竹重さんが地元むつみに戻ったのは4年前。代々農家の家業を継ぐのは当たり前だと思っていたものの、大学時代から広島で過ごし、30年間建設業に携わってきた。戻るきっかけは父親が80歳になったことと、景気が下向き建設業を続ける不安を感じたことだったという。就農するにあたり、戻る前に始めたのは籾殻活用だ。籾殻を活かして苗床を作る研究を大学と共同で取り組み、助成金も受け成果も出した。が、実際には大規模量産化の段階で設備費など、投資がかかるので今は封印状態だ。行動とアイディアの人である。

しかし、米作りは地元に戻る一番のきっかけだったという。

「自画自賛ではないが、この地域の米は本当に美味しい。米作りで生計をたてていく自信はあった。でも、農協頼みでじゃなく、自ら作って自ら売るということをやりたかった」自信を持って売れるもの‥肥料も農薬も使わない無農薬農法でやろうと決めた。人間は食べるものでできている。食べものの安心安全が一番大事なことだと、農業に携わるようになり学んだ。ならば完全無農薬、天日で干す、昔ながらのはぜ掛米を作ろうと。「昔の人はそれが当たり前だった。僕が特別なことをしている訳じゃなくて、元の農業のやり方に戻ろうということ」明解な答えが気持ちいい。

14年間荒廃していた放棄地を借り受けた。放棄期間が長く、農薬成分はなくなっていることに目をつけたのだ。最初は0.5ヘクタールほどの田んぼからのスタートだったが、荒れ果てた田んぼの整備は建設業者なのでお手の物だった。しかし、勢い込んで始めた無農薬米農法は、地元の人たちには全く理解してもらえなかった。「肥料農薬使わんで米ができるわけない!」とそっぽを向かれた。ならば、無農薬米が売れるという結果を出して理解してもらうしかないなとやる気に火がついた。

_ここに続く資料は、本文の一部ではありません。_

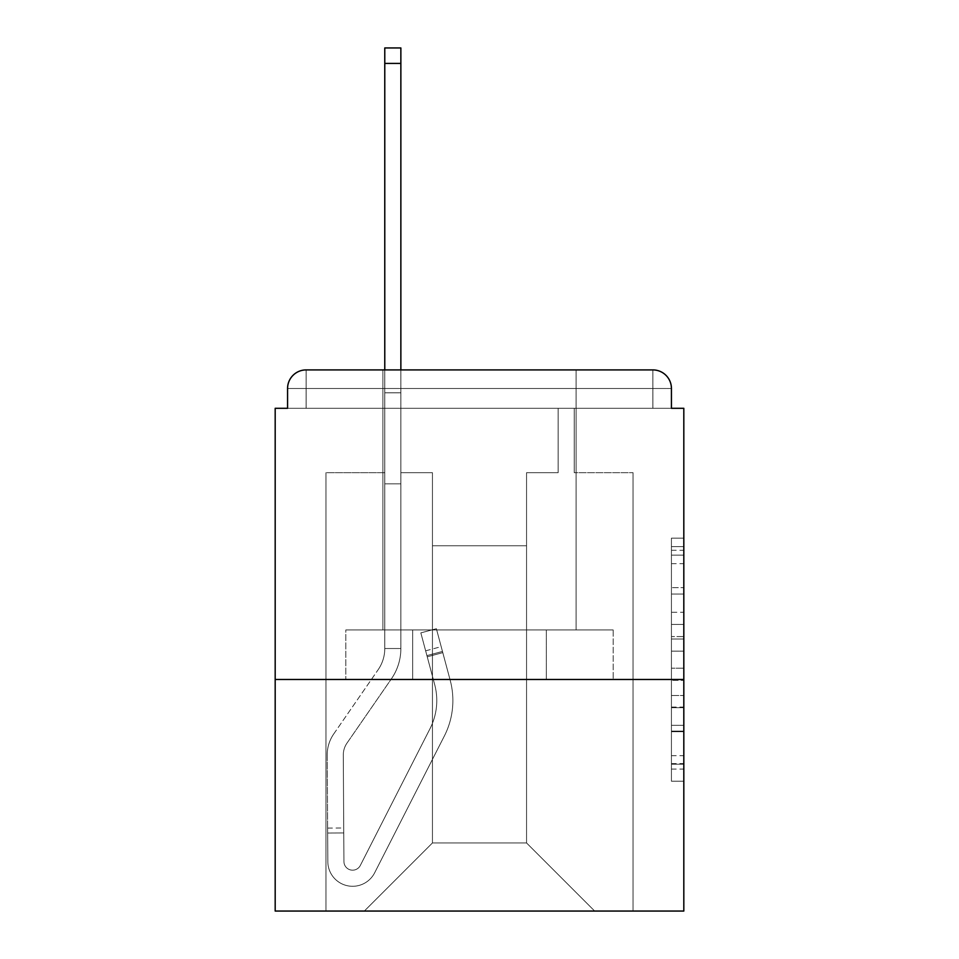 <?xml version="1.0" encoding="UTF-8"?>
<svg xmlns="http://www.w3.org/2000/svg" width="959" height="959" viewBox="0 0 959 959"><rect width="100%" height="100%" fill="white"/><g stroke="black" fill="none" stroke-linecap="round" stroke-linejoin="round"><path stroke-width="0.72" stroke-dasharray="4.79 3.6" d="M671.432 612.274L671.432 651.161L683.815 651.161L683.815 769.07L683.815 550.286L683.815 651.161L671.432 651.161L671.432 546.63L671.432 781.225L671.432 538.131L671.432 764.203L683.815 764.203L671.432 764.203L683.815 764.203L671.432 764.203L671.432 725.304L671.432 781.225L683.815 781.225L683.815 538.131L683.815 763.592L683.815 668.183L671.432 668.183L683.815 668.183L683.815 725.304L683.815 555.141L671.432 555.141L683.815 555.141L683.815 781.225L683.815 550.286L683.815 781.225L671.432 781.225L671.432 538.131L683.815 538.131L683.815 550.286L683.815 538.131L683.815 550.286L683.815 538.131L683.815 546.63L683.815 538.131L671.432 538.131L671.432 555.141L683.815 555.141L671.432 555.141L671.432 612.274L683.815 612.274M576.083 369.91L576.083 629.955L382.917 629.955L576.083 629.955L382.917 629.955L576.083 629.955L576.083 369.91L382.917 369.91L382.917 629.955L382.917 369.91L576.083 369.91L382.917 369.91M683.815 636.584L683.815 624.429L683.815 636.584L671.432 636.584L671.432 587.651L671.432 731.693L671.432 695.527L683.815 695.527L671.432 695.527L671.432 781.225L683.815 781.225L671.432 781.225L683.815 781.225L671.432 781.225L671.432 538.131L683.815 538.131L671.432 538.131L683.815 538.131L671.432 538.131L671.432 636.584L683.815 636.584M683.815 679.487L683.815 408.294L671.432 408.294L671.432 388.479A18.569 18.569 0 0 0 652.863 369.91A18.569 18.569 0 0 1 671.432 388.479A18.569 18.569 0 0 0 652.863 369.91L306.137 369.91L652.863 369.91A18.569 18.569 0 0 1 671.432 388.479A18.569 18.569 0 0 0 652.863 369.91L306.137 369.91A18.569 18.569 0 0 0 287.568 388.479L287.568 408.294L287.568 388.479A18.569 18.569 0 0 1 306.137 369.91A18.569 18.569 0 0 0 287.568 388.479L287.568 408.294L275.185 408.294L275.185 679.487L683.815 679.487L683.815 911.05L275.185 911.05L275.185 679.487L683.815 679.487L275.185 679.487M432.449 472.691L400.862 472.691L432.449 472.691L400.862 472.691L432.449 472.691L400.862 472.691L432.449 472.691L400.862 472.691L432.449 472.691L400.862 472.691L432.449 472.691L432.449 842.949L432.449 545.755L432.449 842.949L364.336 911.05L633.048 911.05L633.048 472.691L574.225 472.691L633.048 472.691L574.225 472.691L633.048 472.691L574.225 472.691L633.048 472.691L574.225 472.691L633.048 472.691L574.225 472.691L633.048 472.691L633.048 911.05L633.048 472.691L633.048 911.05L633.048 472.691L633.048 911.05L633.048 472.691L633.048 911.05L633.048 472.691L633.048 911.05L364.336 911.05L432.449 842.949L432.449 545.755L526.551 545.755L526.551 842.949L432.449 842.949L432.449 472.691M384.775 472.691L325.952 472.691L325.952 911.05L364.336 911.05L432.449 842.949L432.449 545.755L432.449 842.949L432.449 545.755L432.449 842.949L432.449 545.755L432.449 842.949L526.551 842.949L526.551 545.755L526.551 842.949L594.664 911.05L526.551 842.949L526.551 545.755L526.551 842.949L594.664 911.05L526.551 842.949L526.551 545.755L526.551 842.949L594.664 911.05L526.551 842.949L526.551 545.755L526.551 842.949L594.664 911.05L526.551 842.949L526.551 545.755L526.551 842.949L594.664 911.05L526.551 842.949L526.551 545.755L432.449 545.755L432.449 842.949L364.336 911.05L432.449 842.949L364.336 911.05L432.449 842.949L364.336 911.05L432.449 842.949L364.336 911.05L432.449 842.949L364.336 911.05L325.952 911.05L364.336 911.05L325.952 911.05L364.336 911.05L325.952 911.05L364.336 911.05L325.952 911.05L364.336 911.05L325.952 911.05L325.952 472.691L325.952 911.05L325.952 472.691L325.952 911.05L325.952 472.691L325.952 911.05L325.952 472.691L325.952 911.05L325.952 472.691L384.775 472.691L325.952 472.691L384.775 472.691L325.952 472.691L384.775 472.691L325.952 472.691L384.775 472.691L325.952 472.691L384.775 472.691L384.775 408.294L384.775 472.691M558.138 472.691L526.551 472.691L526.551 545.755L526.551 472.691L526.551 545.755L526.551 472.691L526.551 545.755L526.551 472.691L526.551 545.755L526.551 472.691L526.551 545.755L526.551 472.691L558.138 472.691L526.551 472.691L558.138 472.691L526.551 472.691L558.138 472.691L526.551 472.691L558.138 472.691L526.551 472.691L558.138 472.691L558.138 408.294L574.225 408.294L574.225 472.691L574.225 408.294L574.225 472.691L574.225 408.294L574.225 472.691L574.225 408.294L574.225 472.691L574.225 408.294L574.225 472.691L574.225 408.294L558.138 408.294L558.138 472.691L558.138 408.294L574.225 408.294L558.138 408.294L574.225 408.294L558.138 408.294L574.225 408.294L558.138 408.294L574.225 408.294L558.138 408.294L558.138 472.691M412.658 679.487L613.197 679.487L345.803 679.487L412.658 679.487L412.658 629.955L345.803 629.955L613.197 629.955L412.658 629.955L412.658 679.487L412.658 629.955L546.342 629.955L546.342 679.487L613.197 679.487L546.342 679.487L546.342 629.955L613.197 629.955L613.197 679.487L613.197 629.955L345.803 629.955L345.803 679.487L345.803 629.955L412.658 629.955L412.658 679.487M594.664 911.05L526.551 842.949L594.664 911.05M384.775 369.91L384.775 408.294L400.862 408.294L400.862 472.691L400.862 408.294L384.775 408.294L384.775 47.95L384.775 483.839L400.862 483.839L400.862 648.524L384.775 648.524L384.775 483.839L400.862 483.839L400.862 648.524L384.775 648.524L384.775 483.839L400.862 483.839L400.862 408.294L384.775 408.294L400.862 408.294L384.775 408.294L400.862 408.294L384.775 408.294L384.775 392.818L400.862 392.818L400.862 47.95L400.862 408.294L384.775 408.294L384.775 483.839L400.862 483.839L400.862 648.524L384.775 648.524A37.149 37.149 0 0 1 378.182 669.658L333.78 733.887A37.149 37.149 0 0 0 327.187 755.236L327.834 861.673A24.766 24.766 0 0 0 352.6 886.284A24.766 24.766 0 0 1 327.834 861.673A24.766 24.766 0 0 0 352.6 886.284A24.766 24.766 0 0 1 327.834 861.673L327.63 828.085L327.666 833.035L327.63 828.085L327.666 833.035L327.63 828.085L327.666 833.035L327.63 828.085L327.666 833.035L327.63 828.085L327.666 833.035L343.754 832.939L343.73 827.989L343.933 861.566A8.667 8.667 0 0 0 360.32 865.45A8.667 8.667 0 0 1 352.6 870.185A8.667 8.667 0 0 0 360.32 865.45A8.667 8.667 0 0 1 343.933 861.566A8.667 8.667 0 0 0 352.6 870.185A8.667 8.667 0 0 1 343.933 861.566A8.667 8.667 0 0 0 360.32 865.45L430.028 728.648A61.915 61.915 0 0 0 434.667 684.51A61.915 61.915 0 0 1 430.028 728.648A61.915 61.915 0 0 0 434.667 684.51L420.833 632.88L427.246 656.807L420.833 632.88L436.381 628.72L442.794 652.635L436.381 628.72L420.833 632.88L427.246 656.807L420.833 632.88L436.381 628.72L442.794 652.635L436.381 628.72L420.833 632.88L427.246 656.807L420.833 632.88L436.381 628.72L442.794 652.635L436.381 628.72L420.833 632.88L427.246 656.807L420.833 632.88L436.381 628.72L442.794 652.635L436.381 628.72L420.833 632.88L427.246 656.807L442.794 652.635L436.381 628.72L442.794 652.635L427.246 656.807L442.794 652.635L427.246 656.807L442.794 652.635L427.246 656.807L442.794 652.635L427.246 656.807L442.794 652.635L427.246 656.807L434.667 684.51L425.64 650.825L426.923 655.608L425.64 650.825L426.923 655.608L425.64 650.825L426.923 655.608L425.64 650.825L426.923 655.608L425.64 650.825L426.923 655.608L442.471 651.437L441.188 646.654L450.215 680.351A78.015 78.015 0 0 1 444.377 735.961A78.015 78.015 0 0 0 450.215 680.351A78.015 78.015 0 0 1 444.377 735.961L374.669 872.762L444.377 735.961A78.015 78.015 0 0 0 450.215 680.351L442.794 652.635L450.215 680.351A78.015 78.015 0 0 1 444.377 735.961L374.669 872.762A24.766 24.766 0 0 1 352.6 886.284A24.766 24.766 0 0 0 374.669 872.762L444.377 735.961A78.015 78.015 0 0 0 450.215 680.351A78.015 78.015 0 0 1 444.377 735.961L374.669 872.762A24.766 24.766 0 0 1 352.6 886.284A24.766 24.766 0 0 0 374.669 872.762L444.377 735.961A78.015 78.015 0 0 0 450.215 680.351L442.794 652.635L450.215 680.351A78.015 78.015 0 0 1 444.377 735.961L374.669 872.762A24.766 24.766 0 0 1 327.834 861.673L327.666 833.035L343.754 832.939L343.933 861.566A8.667 8.667 0 0 0 360.32 865.45L430.028 728.648A61.915 61.915 0 0 0 434.667 684.51L426.923 655.608L442.471 651.437L450.215 680.351A78.015 78.015 0 0 1 444.377 735.961A78.015 78.015 0 0 0 450.215 680.351L442.794 652.635L450.215 680.351A78.015 78.015 0 0 1 444.377 735.961L374.669 872.762L444.377 735.961A78.015 78.015 0 0 0 450.215 680.351A78.015 78.015 0 0 1 444.377 735.961L374.669 872.762A24.766 24.766 0 0 1 327.834 861.673A24.766 24.766 0 0 0 374.669 872.762L444.377 735.961A78.015 78.015 0 0 0 450.215 680.351L442.794 652.635L450.215 680.351A78.015 78.015 0 0 1 444.377 735.961L374.669 872.762A24.766 24.766 0 0 1 352.6 886.284A24.766 24.766 0 0 0 374.669 872.762L444.377 735.961A78.015 78.015 0 0 0 450.215 680.351A78.015 78.015 0 0 1 444.377 735.961L374.669 872.762A24.766 24.766 0 0 1 327.834 861.673A24.766 24.766 0 0 0 352.6 886.284A24.766 24.766 0 0 1 327.834 861.673L327.666 833.035L343.754 832.939L343.73 827.989L343.933 861.566A8.667 8.667 0 0 0 352.6 870.185A8.667 8.667 0 0 1 343.933 861.566A8.667 8.667 0 0 0 352.6 870.185A8.667 8.667 0 0 1 343.933 861.566A8.667 8.667 0 0 0 360.32 865.45L430.028 728.648A61.915 61.915 0 0 0 434.667 684.51A61.915 61.915 0 0 1 430.028 728.648A61.915 61.915 0 0 0 434.667 684.51A61.915 61.915 0 0 1 430.028 728.648A61.915 61.915 0 0 0 434.667 684.51L426.923 655.608L442.471 651.437L441.188 646.654L450.215 680.351L441.188 646.654L450.215 680.351L441.188 646.654L450.215 680.351L441.188 646.654L450.215 680.351L442.471 651.437L426.923 655.608L442.471 651.437L426.923 655.608L442.471 651.437L426.923 655.608L434.667 684.51A61.915 61.915 0 0 1 430.028 728.648A61.915 61.915 0 0 0 434.667 684.51A61.915 61.915 0 0 1 430.028 728.648A61.915 61.915 0 0 0 434.667 684.51L426.923 655.608L434.667 684.51A61.915 61.915 0 0 1 430.028 728.648A61.915 61.915 0 0 0 434.667 684.51A61.915 61.915 0 0 1 430.028 728.648A61.915 61.915 0 0 0 434.667 684.51L426.923 655.608L434.667 684.51A61.915 61.915 0 0 1 430.028 728.648L360.32 865.45A8.667 8.667 0 0 1 352.6 870.185A8.667 8.667 0 0 0 360.32 865.45A8.667 8.667 0 0 1 343.933 861.566A8.667 8.667 0 0 0 352.6 870.185A8.667 8.667 0 0 1 343.933 861.566A8.667 8.667 0 0 0 360.32 865.45L430.028 728.648L360.32 865.45A8.667 8.667 0 0 1 352.6 870.185A8.667 8.667 0 0 0 360.32 865.45A8.667 8.667 0 0 1 343.933 861.566A8.667 8.667 0 0 0 352.6 870.185A8.667 8.667 0 0 1 343.933 861.566L343.286 755.141L343.933 861.566L343.286 755.141L343.933 861.566L343.286 755.141L343.933 861.566L343.286 755.141L343.933 861.566L343.286 755.141L343.933 861.566L343.754 832.939L327.666 833.035L343.754 832.939L327.666 833.035L343.754 832.939L327.666 833.035L327.834 861.673A24.766 24.766 0 0 0 374.669 872.762L444.377 735.961A78.015 78.015 0 0 0 450.215 680.351A78.015 78.015 0 0 1 444.377 735.961L374.669 872.762A24.766 24.766 0 0 1 352.6 886.284A24.766 24.766 0 0 0 374.669 872.762L444.377 735.961L374.669 872.762A24.766 24.766 0 0 1 327.834 861.673A24.766 24.766 0 0 0 352.6 886.284A24.766 24.766 0 0 1 327.834 861.673L327.666 833.035L327.834 861.673A24.766 24.766 0 0 0 374.669 872.762L444.377 735.961L374.669 872.762A24.766 24.766 0 0 1 352.6 886.284A24.766 24.766 0 0 0 374.669 872.762A24.766 24.766 0 0 1 327.834 861.673A24.766 24.766 0 0 0 352.6 886.284A24.766 24.766 0 0 1 327.834 861.673L327.666 833.035L327.834 861.673A24.766 24.766 0 0 0 374.669 872.762A24.766 24.766 0 0 1 327.834 861.673L327.187 755.236A37.149 37.149 0 0 1 333.78 733.887A37.149 37.149 0 0 0 327.187 755.236A37.149 37.149 0 0 1 333.78 733.887A37.149 37.149 0 0 0 327.187 755.236A37.149 37.149 0 0 1 333.78 733.887A37.149 37.149 0 0 0 327.187 755.236A37.149 37.149 0 0 1 333.78 733.887A37.149 37.149 0 0 0 327.187 755.236A37.149 37.149 0 0 1 333.78 733.887L378.182 669.658A37.149 37.149 0 0 0 384.775 648.524L384.775 408.294L400.862 408.294L384.775 408.294L400.862 408.294L384.775 408.294L384.775 392.818L400.862 392.818L400.862 47.95L400.862 408.294L384.775 408.294L384.775 483.839L400.862 483.839L400.862 648.524L384.775 648.524L384.775 483.839L400.862 483.839L400.862 408.294L384.775 408.294L400.862 408.294L384.775 408.294L400.862 408.294L400.862 648.524A53.248 53.248 0 0 1 391.428 678.804L347.026 743.045A21.05 21.05 0 0 0 343.286 755.141A21.05 21.05 0 0 1 347.026 743.045A21.05 21.05 0 0 0 343.286 755.141A21.05 21.05 0 0 1 347.026 743.045A21.05 21.05 0 0 0 343.286 755.141A21.05 21.05 0 0 1 347.026 743.045A21.05 21.05 0 0 0 343.286 755.141A21.05 21.05 0 0 1 347.026 743.045A21.05 21.05 0 0 0 343.286 755.141A21.05 21.05 0 0 1 347.026 743.045L391.428 678.804A53.248 53.248 0 0 0 400.862 648.524L384.775 648.524A37.149 37.149 0 0 1 378.182 669.658A37.149 37.149 0 0 0 384.775 648.524L384.775 483.839L400.862 483.839L400.862 648.524L384.775 648.524L384.775 483.839L400.862 483.839L400.862 47.95L400.862 648.524L384.775 648.524A37.149 37.149 0 0 1 378.182 669.658A37.149 37.149 0 0 0 384.775 648.524L384.775 47.95L384.775 483.839L400.862 483.839L400.862 648.524L384.775 648.524L384.775 483.839L400.862 483.839L400.862 47.95L400.862 648.524A53.248 53.248 0 0 1 391.428 678.804A53.248 53.248 0 0 0 400.862 648.524L384.775 648.524A37.149 37.149 0 0 1 378.182 669.658A37.149 37.149 0 0 0 384.775 648.524L384.775 483.839L400.862 483.839L400.862 648.524L384.775 648.524L384.775 483.839L400.862 483.839L400.862 47.95L384.775 47.95L384.775 392.818L400.862 392.818L400.862 483.839L384.775 483.839L384.775 408.294L400.862 408.294L400.862 392.818L384.775 392.818L384.775 47.95L384.775 408.294L400.862 408.294L400.862 483.839L384.775 483.839L400.862 483.839L384.775 483.839L384.775 392.818L400.862 392.818L384.775 392.818L384.775 63.426L400.862 63.426M671.432 408.294L671.432 388.479L652.875 388.479L652.875 408.294L652.875 388.479L652.875 408.294L671.432 408.294L652.875 408.294L652.863 388.479L652.863 408.294L671.432 408.294L671.432 388.479L652.863 388.479L652.863 408.294L671.432 408.294L671.432 388.479A18.569 18.569 0 0 0 652.863 369.91L652.863 408.294L652.863 388.479L652.863 408.294L287.568 408.294L306.137 408.294L306.137 388.479L306.137 408.294L306.137 388.479L652.863 388.479L287.568 388.479L287.568 408.294L306.137 408.294L306.137 369.91A18.569 18.569 0 0 0 287.568 388.479A18.569 18.569 0 0 1 306.137 369.91A18.569 18.569 0 0 0 287.568 388.479L287.568 408.294L306.137 408.294L306.137 388.479L306.125 408.294L287.568 408.294L306.137 408.294L306.137 388.479L652.863 388.479L652.863 408.294L671.432 408.294L287.568 408.294L671.432 408.294L287.568 408.294L652.875 408.294L306.125 408.294L306.125 388.479L306.125 408.294L306.125 388.479L652.863 388.479L652.863 369.91L306.137 369.91A18.569 18.569 0 0 0 287.568 388.479L287.568 408.294M652.863 408.294L306.137 408.294L652.863 408.294M306.137 369.91L306.137 388.479L306.137 369.91L306.137 388.479L652.863 388.479L652.863 369.91L652.863 388.479L652.863 369.91L652.863 388.479L652.863 369.91L652.863 388.479L671.432 388.479A18.569 18.569 0 0 0 652.863 369.91A18.569 18.569 0 0 1 671.432 388.479A18.569 18.569 0 0 0 652.863 369.91L652.863 388.479L671.432 388.479L287.568 388.479A18.569 18.569 0 0 1 306.137 369.91A18.569 18.569 0 0 0 287.568 388.479L306.137 388.479L306.137 369.91L306.137 388.479L287.568 388.479L306.137 388.479L306.137 369.91L306.137 388.479L306.137 369.91L306.137 388.479L287.568 388.479M546.342 629.955L546.342 679.487L546.342 629.955M671.432 651.161L683.815 651.161L671.432 651.161M671.432 546.63L671.432 538.131L671.432 546.63L683.815 546.63L671.432 546.63M671.432 731.082L671.432 680.339L671.432 731.082L683.815 731.082L671.432 731.082M671.432 680.339L671.432 668.183L683.815 668.183L671.432 668.183L671.432 680.339L683.815 680.339L671.432 680.339M671.432 587.651L671.432 555.141L671.432 587.651L683.815 587.651L671.432 587.651M671.432 538.131L683.815 538.131L671.432 538.131L671.432 550.286L671.432 538.131L683.815 538.131M671.432 781.225L683.815 781.225L671.432 781.225L671.432 769.07L671.432 781.225M360.32 865.45L430.028 728.648L360.32 865.45A8.667 8.667 0 0 1 352.6 870.185A8.667 8.667 0 0 0 360.32 865.45A8.667 8.667 0 0 1 352.6 870.185A8.667 8.667 0 0 0 360.32 865.45L430.028 728.648L360.32 865.45A8.667 8.667 0 0 1 343.933 861.566A8.667 8.667 0 0 0 360.32 865.45L430.028 728.648A61.915 61.915 0 0 0 434.667 684.51L426.923 655.608L434.667 684.51A61.915 61.915 0 0 1 430.028 728.648L360.32 865.45M400.862 648.524L384.775 648.524A37.149 37.149 0 0 1 378.182 669.658A37.149 37.149 0 0 0 384.775 648.524L400.862 648.524A53.248 53.248 0 0 1 391.428 678.804A53.248 53.248 0 0 0 400.862 648.524L384.775 648.524L400.862 648.524A53.248 53.248 0 0 1 391.428 678.804A53.248 53.248 0 0 0 400.862 648.524L384.775 648.524L400.862 648.524A53.248 53.248 0 0 1 391.428 678.804A53.248 53.248 0 0 0 400.862 648.524M400.862 369.91L400.862 408.294L384.775 408.294L384.775 483.839L384.775 392.818L400.862 392.818L384.775 392.818L384.775 63.426M384.775 483.839L400.862 483.839L384.775 483.839M420.833 632.88L436.381 628.72L420.833 632.88M384.775 392.818L400.862 392.818L384.775 392.818M671.432 388.479L652.863 388.479L652.863 369.91M671.432 725.304L683.815 725.304L671.432 725.304M671.432 707.083L683.815 707.083M671.432 594.041L683.815 594.041L671.432 594.041M671.432 550.286L683.815 550.286M671.432 769.07L683.815 769.07M671.432 755.692L683.815 755.692M671.432 563.652L683.815 563.652M671.432 639.006L683.815 639.006L671.432 639.006M671.432 707.682L683.815 707.682L671.432 707.682M671.432 731.693L683.815 731.693L671.432 731.693M671.432 624.429L683.815 624.429L671.432 624.429M343.754 832.939L327.666 833.035L343.754 832.939M442.471 651.437L426.923 655.608L442.471 651.437M671.432 763.592L683.815 763.592M671.432 764.203L683.815 764.203M671.432 555.141L683.815 555.141M327.63 828.085L343.73 827.989M425.64 650.825L441.188 646.654M384.775 47.95L400.862 47.95"/><path stroke-width="1.44" d="M683.815 679.487L683.815 408.294L671.432 408.294L671.432 388.479A18.569 18.569 0 0 0 652.863 369.91L306.137 369.91A18.569 18.569 0 0 0 287.568 388.479L287.568 408.294L275.185 408.294L275.185 911.05L683.815 911.05L683.815 679.487L275.185 679.487M287.568 388.479L287.568 408.294M652.863 369.91L576.083 369.91M382.917 369.91L306.137 369.91M671.432 408.294L671.432 388.479M400.862 63.426L384.775 63.426L384.775 47.95L400.862 47.95L400.862 369.91M384.775 63.426L384.775 369.91"/></g></svg>

1年目のはぜ掛米の収穫は、30kg の袋で20袋、600kg。4年目の今は、 田んぼの広さも2.5ヘクタールに増えて、5倍になった。完全無農薬米「エコ100」と減農薬米「エコ50」の2本だてで、竹重さん自ら県内はもとより、建設業で付き合いのある広島にも営業で駆け回る。美味しさが伝われば必ず販路はできるという強い信念が原動力だ。 建設業も平行して経営し、広島の支店と萩の本店を往復する生活の中、最初の2年間は移動販売車とテントで、野菜、米、加工品の直売所も毎週開く、超多忙生活を送った。地道な宣伝活動は着実にファンを増やしていき、前出の渡邊さんとも山口の直売所で出会ったのがご縁だ。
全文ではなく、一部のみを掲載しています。